Reads a file from GCS as bytes.

Parameters:

Name Type Description Default
bucket str

The name of the GCS bucket.

required
filepath str

The file path.

required

Returns:

Name Type Description
bytes bytes

The content of the file as bytes.

read_as_string(bucket: str, filepath: str, encoding: Optional[str] = None) -> str

Reads a file from GCS as a string.

Parameters:

Name Type Description Default
bucket str

The name of the GCS bucket.

required
filepath str

The file path.

required
encoding Optional[str]

The encoding to use. Defaults to None.

None

Returns:

Name Type Description
str str

The content of the file as a string.

read_json(bucket: str, filepath: str, encoding: Optional[str] = None) -> Any

Reads a JSON file from GCS.

Parameters:

Name Type Description Default
bucket str

The name of the GCS bucket.

required
filepath str

The file path.

required
encoding Optional[str]

The encoding to use. Defaults to None.

None

Returns:

Name Type Description
Any Any

The content of the JSON file.

read_ndjson(bucket: str, filepath: str, encoding: Optional[str] = None) -> List[Any]
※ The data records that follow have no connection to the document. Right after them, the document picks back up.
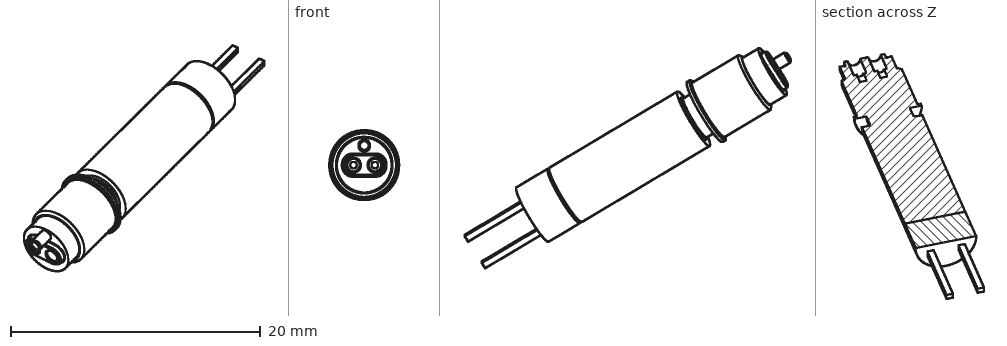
import cadquery as cq


nose_y = 1.5
shoulder_y = 3.0
flange_front_y = 7.62
flange_back_y = 7.88
barrel_front_y = 8.95
joint_y = 21.05
cap_back_y = 24.1
lead_end_y = 29.53

nose_radius = 2.19
body_radius = 2.55
flange_radius = 2.8
neck_radius = 1.83

shoulder_radius = 2.27
shoulder_length = 0.2
flange_chamfer = 0.1
neck_chamfer = 0.15
joint_chamfer = 0.1

socket_offset = 0.85
boss_radius = 0.85
boss_height = 0.45
boss_chamfer = 0.1
moat_width = 0.1
moat_depth = 0.1
socket_radius = 0.5
socket_chamfer = 0.1
mouth_taper = 45
socket_depth = 1.77
contact_radius = 0.27
contact_depth = 0.9

pin_radius = 0.47
pin_z = 1.57
pin_chamfer = 0.12

lead_offset = 1.3
lead_width = 0.53
lead_thickness = 0.45
lead_z = -0.8

boss_front_y = nose_y - boss_height


def plane_at(y):
    """Plane across the axis at station y; its normal points to +Y and its local y to +Z."""
    return cq.Workplane(cq.Plane(origin=(0, y, 0), xDir=(-1, 0, 0), normal=(0, 1, 0)))


def make_turned_body():
    """Nose, plug body, flange, neck and barrel, revolved about the Y axis."""
    profile = [
        (0, nose_y),
        (nose_radius, nose_y),
        (nose_radius, shoulder_y),
        (shoulder_radius, shoulder_y),
        (body_radius, shoulder_y + shoulder_length),
        (body_radius, flange_front_y - flange_chamfer),
        (body_radius + flange_chamfer, flange_front_y),
        (flange_radius, flange_front_y),
        (flange_radius, flange_back_y),
        (neck_radius, flange_back_y),
        (neck_radius, barrel_front_y - neck_chamfer),
        (neck_radius + neck_chamfer, barrel_front_y),
        (body_radius, barrel_front_y),
        (body_radius, joint_y - joint_chamfer),
        (body_radius - joint_chamfer, joint_y),
        (0, joint_y),
    ]
    return cq.Workplane("XY").polyline(profile).close().revolve(360, (0, 0, 0), (0, 1, 0))


def make_socket_boss():
    """Boss standing on the floor of the moat, chamfered around its front edge."""
    length = 2 * (socket_offset + boss_radius)
    boss = plane_at(boss_front_y).slot2D(length, 2 * boss_radius).extrude(boss_height + moat_depth)
    return boss.faces("<Y").chamfer(boss_chamfer)


def make_moat():
    """Cutter for the recess that the boss stands in, wider than the boss all round."""
    radius = boss_radius + moat_width
    return plane_at(nose_y).slot2D(2 * (socket_offset + radius), 2 * radius).extrude(moat_depth)


def make_sockets():
    """Cutters for the sockets: chamfered mouth, bore and a narrower contact hole at its end."""
    centers = [(-socket_offset, 0), (socket_offset, 0)]
    sockets = plane_at(boss_front_y).pushPoints(centers).circle(socket_radius).extrude(socket_depth)
    mouths = (
        plane_at(boss_front_y)
        .pushPoints(centers)
        .circle(socket_radius + socket_chamfer)
        .extrude(socket_chamfer, taper=mouth_taper)
    )
    contacts = (
        plane_at(boss_front_y + socket_depth)
        .pushPoints(centers)
        .circle(contact_radius)
        .extrude(contact_depth)
    )
    return sockets.union(mouths).union(contacts)


def make_key_pin():
    """Pin standing on the nose above the boss, chamfered at its tip."""
    pin = plane_at(0).center(0, pin_z).circle(pin_radius).extrude(nose_y)
    return pin.faces("<Y").chamfer(pin_chamfer)


def make_housing():
    """Turned body with the boss, its sockets and the key pin on the nose."""
    body = make_turned_body().cut(make_moat())
    body = body.union(make_socket_boss()).union(make_key_pin())
    return body.cut(make_sockets())


def make_rear_cap():
    """Cap that closes the barrel, with two rectangular leads on its back."""
    cap = plane_at(joint_y).circle(body_radius).extrude(cap_back_y - joint_y)
    cap = cap.faces("<Y").chamfer(joint_chamfer)
    leads = (
        plane_at(cap_back_y)
        .pushPoints([(-lead_offset, lead_z), (lead_offset, lead_z)])
        .rect(lead_width, lead_thickness)
        .extrude(lead_end_y - cap_back_y)
    )
    return cap.union(leads)


housing = make_housing()
rear_cap = make_rear_cap()

result = cq.Compound.makeCompound([housing.val(), rear_cap.val()])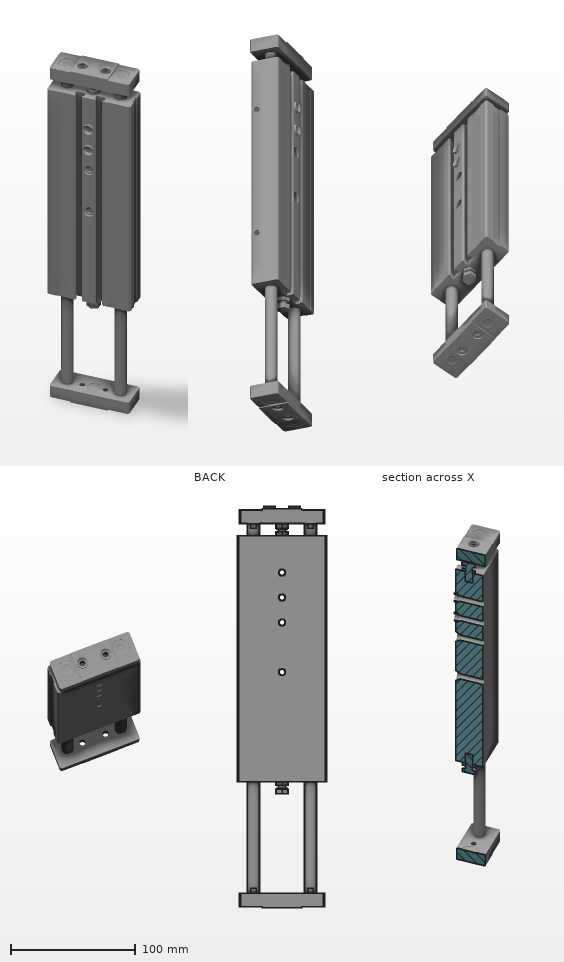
import cadquery as cq
import math


HOUSING_WIDTH = 72.0
HOUSING_DEPTH = 24.0
HOUSING_BOTTOM = 101.5
HOUSING_HEIGHT = 198.0
HOUSING_TOP = HOUSING_BOTTOM + HOUSING_HEIGHT
HOUSING_CHAMFER = 1.3
FRONT_Y = -HOUSING_DEPTH / 2

SLOT_OFFSET = 8.7
SLOT_OPENING = 5.2
SLOT_LIP = 2.0
SLOT_INNER_WIDTH = 8.0
SLOT_DEPTH = 6.0
SLOT_EDGE_CHAMFER = 1.0

STRIP_WIDTH = 9.7
STRIP_DEPTH = 0.3
SIDE_GROOVE_WIDTH = 7.0
SIDE_GROOVE_Y = -0.5
SIDE_GROOVE_DEPTH = 1.0

HOLE_PITCH = 20.0
FIRST_HOLE_Z = 269.7
MOUNTING_HOLE_ZS = [FIRST_HOLE_Z - steps * HOLE_PITCH for steps in (0, 1, 2, 4)]
HOLE_DIAMETER = 5.0
HOLE_ENTRY_DIAMETER = 6.0
HOLE_ENTRY_DEPTH = 4.0

PORT_ZS = [146.0, 255.8]
PORT_Y = 6.8
PORT_DIAMETER = 5.0
PORT_CORE_DIAMETER = 4.2
PORT_THREAD_DEPTH = 1.5
PORT_TIP_DEPTH = 1.3

SLEEVE_DIAMETER = 9.0
SLEEVE_BORE = 6.0
SLEEVE_LENGTH = 4.0
SLEEVE_COUNTERSINK = 1.3
HOUSING_SEAT_DEPTH = SLEEVE_LENGTH / 2
SLEEVED_HOLE_ZS = MOUNTING_HOLE_ZS[:2]

ROD_DIAMETER = 10.0
ROD_SPACING = 46.0
ROD_XS = [-ROD_SPACING / 2, ROD_SPACING / 2]
FLAT_SPACING = 9.0
FLAT_LENGTH = 4.0

PLATE_WIDTH = 68.8
PLATE_DEPTH = 25.0
PLATE_Y = 1.45
PLATE_THICKNESS = 11.0
PLATE_CHAMFER = 1.3
PAD_WIDTH = 32.0
PAD_HEIGHT = 1.0
PLATE_TOTAL = PLATE_THICKNESS + PAD_HEIGHT
SLEEVE_XS = [-HOLE_PITCH / 2, HOLE_PITCH / 2]
SLEEVE_PROJECTION = 2.0
PLATE_SEAT_DEPTH = SLEEVE_LENGTH - SLEEVE_PROJECTION
STRIKE_DIAMETER = 12.0
STRIKE_DEPTH = 0.3
HEAD_RECESS_DIAMETER = 15.0
HEAD_RECESS_DEPTH = 0.3
SOCKET_DIAMETER = 8.0
SOCKET_FLOOR_DIAMETER = 6.0
SOCKET_DEPTH = 0.3

HEX_FLATS = 10.0
HEX_CORNERS = HEX_FLATS / math.cos(math.pi / 6)
STOP_Y = -0.3
NUT_HEIGHT = 3.0
NECK_LENGTH = 3.0
HEAD_HEIGHT = 4.0
SCREW_DIAMETER = 6.0
COLLAR_DIAMETER = 8.0
COLLAR_HEIGHT = 0.5
SCREW_ENGAGEMENT = 10.0
STOP_PROJECTION = NUT_HEIGHT + NECK_LENGTH + HEAD_HEIGHT

TOP_PLATE_BASE = HOUSING_TOP + STOP_PROJECTION
CARRIAGE_TOP = TOP_PLATE_BASE + PLATE_TOTAL
PLATE_SEAT_Z = CARRIAGE_TOP - PLATE_SEAT_DEPTH
MID_Z = HOUSING_BOTTOM + HOUSING_HEIGHT / 2


def block(x_range, y_range, z_range):
    """Box between the given limits."""
    lows, highs = zip(x_range, y_range, z_range)
    size = [high - low for low, high in zip(lows, highs)]
    return cq.Workplane("XY").box(*size, centered=False).translate(lows)


def z_cylinder(diameter, height, x, y, z):
    """Upright cylinder standing on height z."""
    return cq.Workplane("XY", origin=(x, y, z)).circle(diameter / 2).extrude(height)


def y_cylinder(diameter, length, z):
    """Cylinder on the middle plane, running from the housing front toward +Y."""
    return cq.Workplane("XZ", origin=(0, FRONT_Y, z)).circle(diameter / 2).extrude(-length)


def air_port(z):
    """Port in the -X side that ends in a conical floor."""
    surface_x = -HOUSING_WIDTH / 2
    floor_x = surface_x + PORT_THREAD_DEPTH
    section = [
        (surface_x, PORT_Y),
        (surface_x, PORT_Y + PORT_DIAMETER / 2),
        (floor_x, PORT_Y + PORT_DIAMETER / 2),
        (floor_x, PORT_Y + PORT_CORE_DIAMETER / 2),
        (floor_x + PORT_TIP_DEPTH, PORT_Y),
    ]
    plane = cq.Workplane("XY", origin=(0, 0, z))
    return plane.polyline(section).close().revolve(360, (0, PORT_Y), (1, PORT_Y))


def flipped(body):
    """Mirror image of a body about the housing's mid height."""
    return body.mirror("XY", (0, 0, MID_Z))


def sensor_slot(x):
    """T-slot with chamfered mouth, running the full housing height."""
    mouth = SLOT_OPENING / 2
    inner = SLOT_INNER_WIDTH / 2
    half = [
        (mouth + SLOT_EDGE_CHAMFER, 0),
        (mouth, SLOT_EDGE_CHAMFER),
        (mouth, SLOT_LIP),
        (inner, SLOT_LIP),
        (inner, SLOT_DEPTH),
    ]
    outline = half + [(-across, deep) for across, deep in reversed(half)]
    plane = cq.Workplane("XY", origin=(x, FRONT_Y, HOUSING_BOTTOM))
    return plane.polyline(outline).close().extrude(HOUSING_HEIGHT)


def make_housing():
    z_range = (HOUSING_BOTTOM, HOUSING_TOP)
    half_width = HOUSING_WIDTH / 2
    body = block((-half_width, half_width), (FRONT_Y, -FRONT_Y), z_range)
    body = body.edges("|Z").chamfer(HOUSING_CHAMFER)
    for side in (-1, 1):
        body = body.cut(sensor_slot(side * SLOT_OFFSET))
    for x in ROD_XS:
        strip_x = (x - STRIP_WIDTH / 2, x + STRIP_WIDTH / 2)
        body = body.cut(block(strip_x, (FRONT_Y, FRONT_Y + STRIP_DEPTH), z_range))
        body = body.cut(z_cylinder(ROD_DIAMETER, HOUSING_HEIGHT, x, 0, HOUSING_BOTTOM))
    groove_y = (SIDE_GROOVE_Y - SIDE_GROOVE_WIDTH / 2, SIDE_GROOVE_Y + SIDE_GROOVE_WIDTH / 2)
    body = body.cut(block((half_width - SIDE_GROOVE_DEPTH, half_width), groove_y, z_range))
    for z in MOUNTING_HOLE_ZS:
        body = body.cut(y_cylinder(HOLE_DIAMETER, HOUSING_DEPTH, z))
        body = body.cut(y_cylinder(HOLE_ENTRY_DIAMETER, HOLE_ENTRY_DEPTH, z))
        body = body.cut(y_cylinder(SLEEVE_DIAMETER, HOUSING_SEAT_DEPTH, z))
    for z in PORT_ZS:
        body = body.cut(air_port(z))
    for z in (HOUSING_BOTTOM, HOUSING_TOP - SCREW_ENGAGEMENT):
        body = body.cut(z_cylinder(SCREW_DIAMETER, SCREW_ENGAGEMENT, 0, STOP_Y, z))
    return body


def socket_dimple(x, z):
    """Conical dimple with its rim at height z."""
    rim = cq.Workplane("XY", origin=(x, 0, z)).circle(SOCKET_DIAMETER / 2)
    floor = rim.workplane(offset=-SOCKET_DEPTH).circle(SOCKET_FLOOR_DIAMETER / 2)
    return floor.loft(combine=True)


def make_top_plate():
    """Upper end plate, with its raised middle pad upward."""
    base = TOP_PLATE_BASE
    shoulder = base + PLATE_THICKNESS
    y_range = (PLATE_Y - PLATE_DEPTH / 2, PLATE_Y + PLATE_DEPTH / 2)
    plate = block((-PLATE_WIDTH / 2, PLATE_WIDTH / 2), y_range, (base, shoulder))
    plate = plate.edges("|Z").chamfer(PLATE_CHAMFER)
    recess_z = shoulder - HEAD_RECESS_DEPTH
    for x in ROD_XS:
        plate = plate.cut(z_cylinder(HEAD_RECESS_DIAMETER, HEAD_RECESS_DEPTH, x, 0, recess_z))
        plate = plate.cut(socket_dimple(x, recess_z))
    plate = plate.union(block((-PAD_WIDTH / 2, PAD_WIDTH / 2), y_range, (recess_z, CARRIAGE_TOP)))
    for x in SLEEVE_XS:
        plate = plate.cut(z_cylinder(HOLE_DIAMETER, PLATE_TOTAL, x, 0, base))
        plate = plate.cut(z_cylinder(SLEEVE_DIAMETER, PLATE_SEAT_DEPTH, x, 0, PLATE_SEAT_Z))
    return plate.cut(z_cylinder(STRIKE_DIAMETER, STRIKE_DEPTH, 0, STOP_Y, base))


def make_rod(x, bottom, top):
    """Guide rod with two wrench flats at each end."""
    rod = z_cylinder(ROD_DIAMETER, top - bottom, x, 0, bottom)
    for low in (bottom, top - FLAT_LENGTH):
        flat_zone = (low, low + FLAT_LENGTH)
        for side in (-1, 1):
            near, far = sorted((side * FLAT_SPACING / 2, side * ROD_DIAMETER))
            rod = rod.cut(block((x - ROD_DIAMETER, x + ROD_DIAMETER), (near, far), flat_zone))
    return rod


def make_carriage():
    """Two end plates joined rigidly by the two rods."""
    top_plate = make_top_plate()
    bottom_plate = top_plate.mirror("XY", (0, 0, CARRIAGE_TOP / 2))
    carriage = top_plate.union(bottom_plate)
    for x in ROD_XS:
        carriage = carriage.union(make_rod(x, PLATE_TOTAL, TOP_PLATE_BASE))
    return carriage


def make_sleeve():
    """Centring sleeve standing upright on the origin, its bore countersunk at both ends."""
    bore = SLEEVE_BORE / 2
    rim = bore + SLEEVE_COUNTERSINK
    outer = SLEEVE_DIAMETER / 2
    section = [
        (rim, 0),
        (outer, 0),
        (outer, SLEEVE_LENGTH),
        (rim, SLEEVE_LENGTH),
        (bore, SLEEVE_LENGTH - SLEEVE_COUNTERSINK),
        (bore, SLEEVE_COUNTERSINK),
    ]
    return cq.Workplane("XZ").polyline(section).close().revolve(360, (0, 0), (0, 1))


def hexagon(height, z):
    """Hexagonal prism on the stop axis with corners toward +Y and -Y."""
    plane = cq.Workplane("XY", origin=(0, STOP_Y, z)).transformed(rotate=(0, 0, 90))
    return plane.polygon(6, HEX_CORNERS).extrude(height)


def make_top_screw():
    """Stop screw at the top of the housing, head upward."""
    shank_bottom = HOUSING_TOP - SCREW_ENGAGEMENT
    shank_length = SCREW_ENGAGEMENT + NUT_HEIGHT + NECK_LENGTH
    shank = z_cylinder(SCREW_DIAMETER, shank_length, 0, STOP_Y, shank_bottom)
    head_bottom = HOUSING_TOP + NUT_HEIGHT + NECK_LENGTH
    collar_bottom = head_bottom - COLLAR_HEIGHT
    collar = z_cylinder(COLLAR_DIAMETER, COLLAR_HEIGHT, 0, STOP_Y, collar_bottom)
    return shank.union(collar).union(hexagon(HEAD_HEIGHT, head_bottom))


def make_top_nut():
    """Lock nut resting on the top of the housing."""
    nut = hexagon(NUT_HEIGHT, HOUSING_TOP)
    return nut.cut(z_cylinder(SCREW_DIAMETER, NUT_HEIGHT, 0, STOP_Y, HOUSING_TOP))


housing = make_housing()
carriage = make_carriage()

sleeves = []
for hole_z in SLEEVED_HOLE_ZS:
    lying = make_sleeve().rotate((0, 0, 0), (1, 0, 0), 90)
    sleeves.append(lying.translate((0, FRONT_Y + HOUSING_SEAT_DEPTH, hole_z)))
for sleeve_x in SLEEVE_XS:
    sleeves.append(make_sleeve().translate((sleeve_x, 0, PLATE_SEAT_Z)))

top_screw = make_top_screw()
stop_screws = [top_screw, flipped(top_screw)]
top_nut = make_top_nut()
lock_nuts = [top_nut, flipped(top_nut)]

bodies = [housing, carriage] + sleeves + stop_screws + lock_nuts
result = cq.Compound.makeCompound([body.val() for body in bodies])

Reads an NDJSON file from GCS.

Parameters:

Name Type Description Default
bucket str

The name of the GCS bucket.

required
filepath str

The file path.

required
encoding Optional[str]

The encoding to use. Defaults to None.

None

Returns:

Type Description
List[Any]

List[Any]: The content of the NDJSON file.

rewrite_blobs(blobs: List[storage.Blob], to_bucket: storage.Bucket, to_directory: str) -> None

Rewrites blobs in the destination bucket.

Parameters:

Name Type Description Default
blobs List[Blob]

The list of blobs to rewrite.

required
to_bucket Bucket

The destination bucket.

required
to_directory str

The destination directory.

required

upload(local_filepath: str, bucket_name: str, directory: str) -> str

Uploads a local file to GCS.

Parameters:

Name Type Description Default
local_filepath str

The path to the local file.

required
bucket_name str

The name of the GCS bucket.

required
directory str

The directory within the bucket.

required

Returns:

Name Type Description
str str

The path to the uploaded file in GCS.

upload_folder(local_path: str, bucket: str, gcs_path: str) -> None

Uploads a folder to GCS.

Parameters:

Name Type Description Default
local_path str

The local folder path.

required
bucket str

The name of the GCS bucket.

required
gcs_path str

The GCS path to upload to.

required

upload_from_memory(data: Any, bucket: str, directory: str, filename: str, **kwargs: Any) -> str

Uploads data from memory to GCS.

Parameters:

Name Type Description Default
data Any

The data to upload.

required
bucket str

The name of the GCS bucket.

required
directory str

The directory within the bucket.

required
filename str

The name of the file to create.

required
Kwargs

add_timestamp (bool, optional): If True, adds a timestamp to the filename. Defaults to True. use_ndjson (bool, optional): If True, writes data in NDJSON format. Defaults to False. mode (str, optional): The mode for opening the file. Defaults to 'w'.

Returns:

Name Type Description
str str

The path to the uploaded file.

upload_parquet_from_memory(data: Any, bucket: str, directory: str, filename: str, **kwargs: Any) -> str

Uploads Parquet data from memory to GCS.

Parameters:

Name Type Description Default
data Any

The data to upload.

required
bucket str

The name of the GCS bucket.

required
directory str

The directory within the bucket.

required
filename str

The name of the Parquet file to create.

required
Kwargs

schema (pa.Schema, optional): The schema for the Parquet table. Defaults to None. add_timestamp (bool, optional): If True, adds a timestamp to the filename. Defaults to True.

Returns:

Name Type Description
str str

The path to the uploaded Parquet file.